Updated: Dec 31, 2022
Welcome back, my novice hackers!
My recent tutorials have been focused upon ways to NOT get caught. Some people call this anti-forensics—the ability to not leave evidence that can be tracked to you or your hack by the system administrator or law enforcement.
One the most common ways that system admins are alerted to an intrusion on their network is with a Network Intrusion Detection System (NIDS). The most widely used of these is Snort.
I already did an Introduction to Snort, and now I want to delve deeper to show you how the rules in Snort are designed to detect your intrusion. The more we know about Snort and other NIDS, the better we can evade them.
Step 1: Finding the Snort Rules
Snort is basically a packet sniffer that applies rules that attempt to identify malicious network traffic. These rules are analogous to anti-virus software signatures. The difference with Snort is that it's open source, so we can see these "signatures."
We can see the Snort rules by navigating to /etc/snort/rules on our Kali install. Let's go to that directory and take a look.
kali > cd /etc/snort/rules
Now, let's do a listing of that directory to see all of our rule files.
kali > ls -l
As we can see in the screenshot above, there are numerous Snort rules files. Each of these files contains a category of rules, some with hundreds of rules.
Step 2: Viewing Snort Rules
The Snort rules files are simple text files, so we can open and edit them with any text editor. I'll be using leafpad , but you can use vi, gedit, or any text editor you prefer.
Let's open the file sql.rules. This set of rules is designed to detect SQL attacks on the wire. This is a rather old set of rules and most system admins no longer use it.
kali > leafpad /etc/snort/rules/sql.rules
We can see that these rules are designed to detect a variety of SQL attacks.
Step 3: Examining a Rule
Let's take a simple rule and dissect it. Let's open the file scan.rules.
kali > leafpad /etc/snort/scan.rules
I have highlighted a simple rule we will use to understand how snort rules are written and read.
Step 4: Dissecting the SF Scan Rule
Let's start by examining the first part of that rule from the beginning to the first starting parenthesis. This initial part of the rule is referred to as the header, and ours looks like this:
alert tcp $EXTERNAL_NET any -> $HOME_NET any
This rule is designed to detect scans by scanning tools such as nmap and hping3. One of those scans is called a SYN-FIN scan. This scan sends TCP packets with both the SYN and the FIN flags set to attempt to determine what ports are open on the target system. A packet with both of these flags set should never appear--except for malicious purposes--as these two flags simultaneously open and close a TCP connection.

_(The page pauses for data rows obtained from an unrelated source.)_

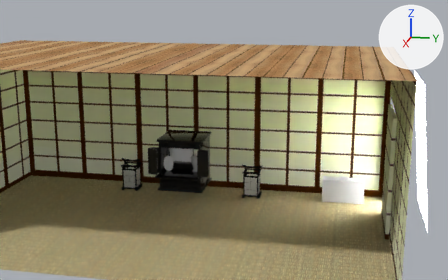
Two versions of the Blender file development/scenes/c02_v03.blend, one commit apart.
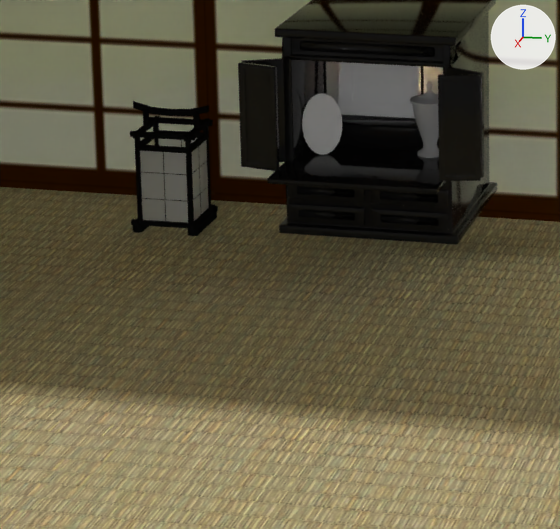
Each version is shown whole from a 50 mm lens placed at (7.63, 3.01, 4.02), pointed at (-3.71, 0.74, 1.18), then close up on the part from 20% to 51% of the width and 47% to 94% of the height. Every picture has the same lights, and +X, +Y and +Z are marked at upper right.

Names of what the first close-up shows: 'Cube_proxy', 'Japanese_Lamp_proxy.001', 'Urn03_proxy', 'altar_estrutura_proxy', 'altar_gavetas_proxy', 'altar_portas_proxy', 'quadro.001_proxy', 'quadro.002_proxy'.
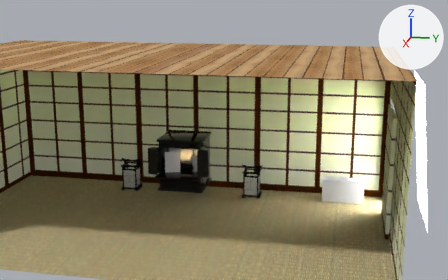
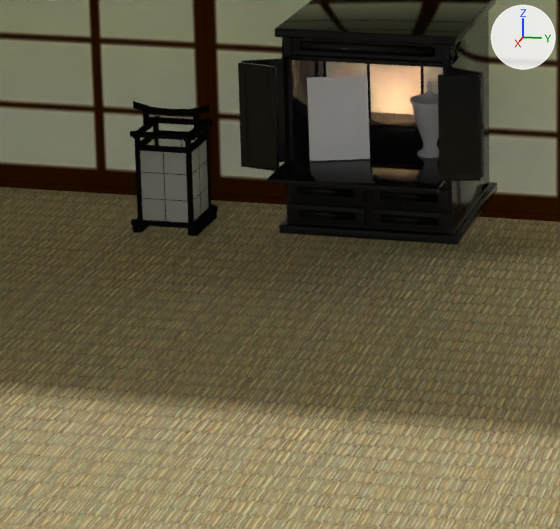
Diff of the bpy script that builds the scene:
```diff
--- a/development/scenes/c02_v03.blend.py
+++ b/development/scenes/c02_v03.blend.py
@@ me_cube_002 @@
 # used by ob_quadro_002_proxy; location = (-3.658, -0.074, 0.832); rotation_euler = (0.00054, -0.227, 0.0), in degrees (0, -13, 0); scale = (0.0106, 0.195, 0.107)
-me_cube_002.from_pydata(...)  # 24 vertices, 22 faces; spans x -1.0..1.0, y -1.0..1.0, z -0.97..1.65
+me_cube_002.from_pydata(...)  # 20 vertices, 18 faces; spans x -1.16..1.16, y -0.72..0.72, z -1.48..2.16
+# me_cube_002 part 1: the whole mesh is rebuilt
 me_cube_002.materials.append(mat_material)
@@ ob_quadro_001_proxy @@
-ob_quadro_001_proxy = bpy.data.objects.new('quadro.001_proxy', me_cylinder_001)
-ob_quadro_001_proxy.location = (-3.353, -0.268, 0.762)
-ob_quadro_001_proxy.rotation_euler = (0.0, 1.286, 0.294)  # degrees (0, 74, 17)
-ob_quadro_001_proxy.scale = (0.145, 0.0946, 0.0119)
@@ ob_quadro_002_proxy @@
 ob_quadro_002_proxy = bpy.data.objects.new('quadro.002_proxy', me_cube_002)
-ob_quadro_002_proxy.location = (-3.658, -0.074, 0.832)
-ob_quadro_002_proxy.rotation_euler = (0.00054, -0.227, 0.0)  # degrees (0, -13, 0)
+ob_quadro_002_proxy.location = (-3.277, -0.164, 0.777)
+ob_quadro_002_proxy.rotation_euler = (0.00054, -0.227, 0.337)  # degrees (0, -13, 19)
 ob_quadro_002_proxy.scale = (0.0106, 0.195, 0.107)
```

Location of each change, [x1, y1, x2, y2] in pixels of the close-ups (560 x 529 px):
'quadro.002_proxy', reshaped, moved, turned: before [338, 62, 419, 118]; after [307, 75, 370, 161]
'quadro.001_proxy', deleted: before [302, 93, 342, 155]

Therefore, it's easy to see that any packet with these flags set must be an attempt to do recon on the system and the sysadmin should be alerted.
Step 5: Rule Header
Let's start by examining the header of this rule.
Step 6: Snort Rule Options
Now let's take a look at the part of the rule that falls between the parentheses. This is referred to as the rule options. This part of the Snort rule is comprised of a couplet with a keyword, a colon, and the argument.
Our example rule options look like this:
(msg:"SCAN SYN FIN"; flow:stateless; flags:SF,12; reference:arachnids, 198; classtype:attempted-recon; sid:624; rev:7;)
Breaking Down the Rule Options
msg - This is the message that's sent to the sysadmin if the rule is triggered. In this case, Snort reports to the sysadmin "SCAN SYN FIN".
flow - This option allows the rule to check the flow of the traffic. It can have a number of values including established (TCP established), not established (no TCP connection established), stateless (either established or not established), etc. In our example, the rule is triggered on traffic with or without an established TCP connection.
flags - This couplet checks for TCP flags. As you know, TCP flags can be SYN, FIN, PSH, URG, RST, or ACK. This rule is looking for traffic that has both the SYN and FIN flags set (SF) and in addition, has the two reserved bits in the flags byte set (12).
reference - This section is for referencing a security database for more information on the attack. In our example, we can find more info on this attack in the arachnids database, attack 198.
classtype - All the rules are classified into numerous categories to help the admin understand what type of attack has been attempted. In our example, we can see that it is classified as an "attempted-recon".
sid - this is the Snort ID. Every rule has a unique ID. In this case, the rule ID is 624
rev - as rules are revised there are assigned revision numbrs just like software. This one is the 7th revision of this rule.
Step 7: Evade & Disable
Now that we understand how the Snort rules work, we can design our attack to evade these rules. If we can get to the NIDS server, we can disable or edit the rules that might alert the sysadmin to our attack.